The Trace and The Span

  1. Trace: The entire journey of a request from start to finish.
  2. Span: A single unit of work within that journey (e.g., one database query or one RPC call).

How it Works: Context Propagation

When a request enters the system (at the Load Balancer or API Gateway), the system generates a Trace ID. This ID must be “carried” in the headers (like X-Trace-Id or the W3C traceparent standard) of every subsequent network call.

Each service along the way:

  • Reads the incoming Trace ID.
  • Creates its own Span ID.
  • Logs the start/end time and any metadata (e.g., user_id, http_status).
  • Sends this data asynchronously to a Tracing Collector (like Jaeger or Zipkin).

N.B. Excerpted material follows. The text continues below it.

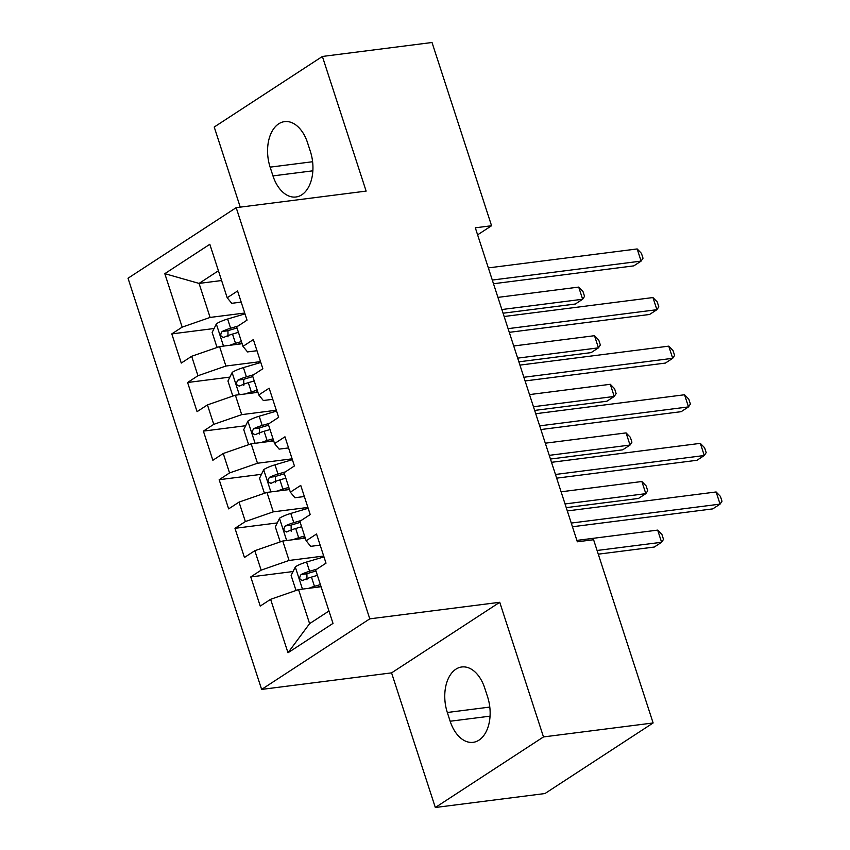 <?xml version="1.0" encoding="UTF-8"?>
<svg xmlns="http://www.w3.org/2000/svg" width="850" height="850" viewBox="0 0 850 850"><rect width="100%" height="100%" fill="white"/><g stroke="black" fill="none" stroke-linecap="round" stroke-linejoin="round"><path stroke-width="1.27" d="M435.328 807.5L543.479 736.929L499.736 602.289L391.574 672.871L435.328 807.5L544.967 793.539L653.119 722.968L593.587 539.729L577.341 541.79L475.32 227.811L491.566 225.739L432.023 42.5L322.384 56.461L214.221 127.032L240.252 207.134M391.574 672.871L261.63 689.414L128.021 278.226L236.183 207.655L369.782 618.843L261.63 689.414M221.595 280.532L199.059 283.411L164.804 273.668L182.176 327.133L171.796 333.901L181.273 363.067L191.654 356.288L197.965 375.732L187.595 382.5L197.072 411.666L207.442 404.897L213.764 424.341L203.384 431.109L212.861 460.275L223.242 453.496L229.553 472.94L219.173 479.708L228.65 508.874L239.031 502.106L245.352 521.549L234.972 528.317L244.449 557.483L254.819 550.704L261.141 570.148L250.761 576.927L260.238 606.082L270.619 599.314L298.552 589.613L309.602 623.634L328.971 611.001M164.804 273.668L209.822 244.29L227.194 297.755L231.742 303.312L241.188 302.111M309.602 623.634L287.991 652.779L332.998 623.401L315.626 569.936L326.007 563.168L316.529 534.002L306.159 540.781L299.837 521.337L310.218 514.569L300.741 485.403L290.36 492.171L284.049 472.728L294.419 465.959L284.952 436.794L274.571 443.572L268.249 424.129L278.63 417.361L269.152 388.195L258.783 394.963L252.461 375.519L262.841 368.751L253.364 339.586L242.983 346.364L236.672 326.921L247.042 320.152L237.575 290.987L227.194 297.755M287.991 652.779L270.619 599.314M323.691 556.038L289.074 560.447L282.763 541.014L305.299 538.135M261.141 570.148L289.074 560.447M254.819 550.704L282.763 541.014M307.902 507.439L273.286 511.849L266.964 492.405L289.51 489.536M245.352 521.549L273.286 511.849M239.031 502.106L266.964 492.405M306.159 540.781L310.707 546.338L320.152 545.137M292.113 458.83L257.486 463.239L251.175 443.806L273.711 440.927M229.553 472.94L257.486 463.239M223.242 453.496L251.175 443.806M290.36 492.171L294.918 497.739L304.353 496.527M276.314 410.231L241.697 414.641L235.386 395.197L257.922 392.328M213.764 424.341L241.697 414.641M207.442 404.897L235.386 395.197M274.571 443.572L279.119 449.129L288.564 447.929M260.525 361.622L225.909 366.031L219.587 346.598L242.133 343.719M197.965 375.732L225.909 366.031M191.654 356.288L219.587 346.598M258.783 394.963L263.33 400.52L272.776 399.319M244.726 313.023L210.109 317.433L199.059 283.411L218.429 270.767M182.176 327.133L210.109 317.433M242.983 346.364L247.541 351.921L256.976 350.721M543.479 736.929L653.119 722.968M236.183 207.655L366.127 191.101L322.384 56.461M499.736 602.289L369.782 618.843M477.604 234.844L491.566 225.739M321.087 586.744L298.552 589.613M307.541 142.726A33.575 21.006 -97.3 0 0 284.591 121.624A33.575 21.006 -97.3 0 0 270.13 167.142L272.967 175.897A33.575 21.006 -97.3 0 0 295.917 196.998A33.575 21.006 -97.3 0 0 310.388 151.481L307.541 142.726M450.16 721.236A33.575 21.006 -97.3 0 0 473.11 742.337A33.575 21.006 -97.3 0 0 487.581 696.819L484.734 688.075A33.575 21.006 -97.3 0 0 461.784 666.974A33.575 21.006 -97.3 0 0 447.323 712.491L450.16 721.236L490.036 716.157M171.796 333.901L214.094 328.514M187.595 382.5L229.883 377.113M203.384 431.109L245.671 425.723M219.173 479.708L261.471 474.321M234.972 528.317L277.259 522.931M250.761 576.927L293.048 571.54M493.489 283.741L633.803 265.869L641.112 261.099L492.299 280.054M637.16 248.944L641.431 253.353L643.014 258.209L641.112 261.099L637.16 248.944L488.346 267.899M229.904 345.281A13.908 3.145 -18 0 1 235.514 343.315L241.432 341.562M237.713 344.282L241.91 343.039M217.94 347.161L216.899 347.023L212.16 332.435L216.431 323.765A13.908 3.145 -18 0 1 227.619 319.016L245.002 313.873M503.072 313.214L575.344 304.013L582.654 299.243L578.701 287.087L497.93 297.383M237.958 326.071L230.616 328.249A13.908 3.145 162 0 0 222.126 331.5C219.831 334.996 220.469 336.94 224.018 337.333A13.908 3.145 -18 0 1 232.518 334.082L238.425 332.329M228.002 336.823L227.97 330.756A7.087 1.604 -18 0 1 230.339 329.949L237.012 327.973M223.274 337.567L224.018 337.333M501.872 309.527L582.654 299.243L584.556 296.353L582.972 291.497L578.701 287.087M509.288 332.339L649.591 314.468L656.901 309.697L508.087 328.652M652.959 297.553L657.231 301.952L658.803 306.818L656.901 309.697L652.959 297.553L504.135 316.508M525.077 380.949L665.391 363.078L672.701 358.307L523.876 377.262M668.748 346.152L673.019 350.561L674.602 355.417L672.701 358.307L668.748 346.152L519.934 365.107M245.692 393.879A13.908 3.145 -18 0 1 251.303 391.914L257.221 390.171M253.512 392.891L257.699 391.648M233.729 395.771L232.688 395.622L227.949 381.044L232.22 372.364A13.908 3.145 -18 0 1 243.408 367.614L260.801 362.472M518.861 361.824L591.133 352.612L598.442 347.852L594.49 335.697L513.719 345.982M253.757 374.68L246.404 376.848A13.908 3.145 162 0 0 237.915 380.109C235.631 383.605 236.258 385.549 239.806 385.942A13.908 3.145 -18 0 1 248.306 382.681L254.224 380.938M243.801 385.433L243.759 379.366A7.087 1.604 -18 0 1 246.128 378.558L252.801 376.582M239.062 386.166L239.806 385.942M517.671 358.137L598.442 347.852L600.344 344.962L598.761 340.096L594.49 335.697M261.481 442.489A13.908 3.145 -18 0 1 267.102 440.523L273.009 438.77M269.301 441.49L273.498 440.257M249.528 444.369L248.487 444.231L243.748 429.643L248.019 420.973A13.908 3.145 -18 0 1 259.197 416.224L276.59 411.081M534.661 410.422L606.921 401.221L614.231 396.451L610.289 384.296L529.508 394.591M269.546 423.279L262.204 425.457A13.908 3.145 162 0 0 253.704 428.708C251.419 432.204 252.057 434.148 255.606 434.541A13.908 3.145 -18 0 1 264.095 431.29L270.013 429.537M259.59 434.031L259.548 427.964A7.087 1.604 -18 0 1 261.917 427.157L268.6 425.181M254.851 434.775L255.606 434.541M533.46 406.736L614.231 396.451L616.133 393.561L614.561 388.705L610.289 384.296M540.866 429.547L681.179 411.676L688.489 406.906L539.676 425.861M684.537 394.761L688.808 399.16L690.391 404.026L688.489 406.906L684.537 394.761L535.723 413.716M556.665 478.157L696.968 460.286L704.278 455.515L555.464 474.47M700.336 443.36L704.607 447.769L706.18 452.625L704.278 455.515L700.336 443.36L551.523 462.315M277.281 491.098A13.908 3.145 -18 0 1 282.891 489.132L288.809 487.379M285.09 490.099L289.287 488.856M265.317 492.979L264.276 492.83L259.537 478.252L263.808 469.572A13.908 3.145 -18 0 1 274.996 464.822L292.379 459.68M550.449 459.032L622.721 449.82L630.031 445.06L626.078 432.905L545.307 443.19M285.334 471.888L277.993 474.056A13.908 3.145 162 0 0 269.503 477.317C267.219 480.813 267.846 482.757 271.394 483.151A13.908 3.145 -18 0 1 279.894 479.889L285.802 478.146M275.379 482.641L275.347 476.574A7.087 1.604 -18 0 1 277.716 475.766L284.389 473.79M270.651 483.384L271.394 483.151M549.249 455.345L630.031 445.06L631.933 442.17L630.349 437.304L626.078 432.905M293.069 539.697A13.908 3.145 -18 0 1 298.679 537.731L304.598 535.978M300.889 538.698L305.076 537.466M281.106 541.588L280.064 541.439L275.326 526.851L279.597 518.181A13.908 3.145 -18 0 1 290.785 513.432L308.178 508.289M566.238 507.631L638.509 498.429L645.819 493.659L641.867 481.514L561.096 491.799M301.134 520.497L293.792 522.665A13.908 3.145 162 0 0 285.292 525.916C283.007 529.412 283.634 531.356 287.183 531.749A13.908 3.145 -18 0 1 295.683 528.498L301.601 526.745M291.178 531.25L291.136 525.173A7.087 1.604 -18 0 1 293.505 524.365L300.178 522.399M286.439 531.983L287.183 531.749M565.048 503.954L645.819 493.659L647.721 490.769L646.138 485.913L641.867 481.514M572.454 526.756L712.768 508.884L720.077 504.114L571.253 523.069M716.125 491.969L720.396 496.368L721.979 501.234L720.077 504.114L716.125 491.969L567.311 510.924M308.869 588.306A13.908 3.145 -18 0 1 314.479 586.341L320.386 584.588M316.678 587.308L320.875 586.064M296.905 590.187L295.864 590.038L291.125 575.461L295.396 566.78A13.908 3.145 -18 0 1 306.584 562.031L323.967 556.888M598.273 554.168L654.298 547.039L661.608 542.268L657.666 530.113L576.884 540.398M316.922 569.096L309.581 571.274A13.908 3.145 162 0 0 301.081 574.526C298.796 578.021 299.434 579.966 302.983 580.359A13.908 3.145 -18 0 1 311.472 577.097L317.39 575.354M306.967 579.849L306.924 573.782A7.087 1.604 -18 0 1 309.294 572.974L315.977 570.998M302.228 580.593L302.983 580.359M597.082 550.481L661.608 542.268L663.51 539.378L661.938 534.523L657.666 530.113M312.598 161.734L270.13 167.142M312.853 170.818L272.967 175.897M489.791 707.072L447.323 712.491M216.325 323.978L223.508 346.099M232.518 334.082L235.514 343.315M227.619 319.016L230.616 328.249M227.97 330.756L222.126 331.5M232.114 372.587L239.296 394.697M248.306 382.681L251.303 391.914M243.408 367.614L246.404 376.848M243.759 379.366L237.915 380.109M247.903 421.186L255.096 443.307M264.095 431.29L267.102 440.523M259.197 416.224L262.204 425.457M259.548 427.964L253.704 428.708M263.702 469.795L270.884 491.906M279.894 479.889L282.891 489.132M274.996 464.822L277.993 474.056M275.347 476.574L269.503 477.317M279.491 518.394L286.673 540.515M295.683 528.498L298.679 537.731M290.785 513.432L293.792 522.665M291.136 525.173L285.292 525.916M295.279 567.003L302.473 589.114M311.472 577.097L314.479 586.341M306.584 562.031L309.581 571.274M306.924 573.782L301.081 574.526"/></g></svg>

The collector then stitches these spans back together using the Trace ID, creating a “Gantt chart” of the request. You can now see exactly which “hop” took 2 seconds and where the bottleneck lies.

Key Takeaways

  • Logs tell you what happened in one place; Traces tell you the relationship between places.
  • Context Propagation is the “glue” that allows traces to span across network boundaries.
  • Tracing is essential for identifying Long Tail Latency (the “p99” problem).

Exercises

  1. What is the difference between a Trace ID and a Span ID?
  2. If Service A calls Service B, but Service B doesn’t support tracing headers, what happens to the trace?
  3. Why do production systems usually “sample” traces (e.g., only record 1% of requests) instead of tracing everything?

👁️ View Solutions

  1. A Trace ID identifies the entire request journey; a Span ID identifies one specific segment or operation within that journey.
  2. The “causal link” is broken. Service A will show it called something, but Service B’s work will appear as a separate, disconnected trace (or not at all).
  3. Performance and storage costs. Tracing every request generates a massive volume of data that can outweigh the actual application traffic.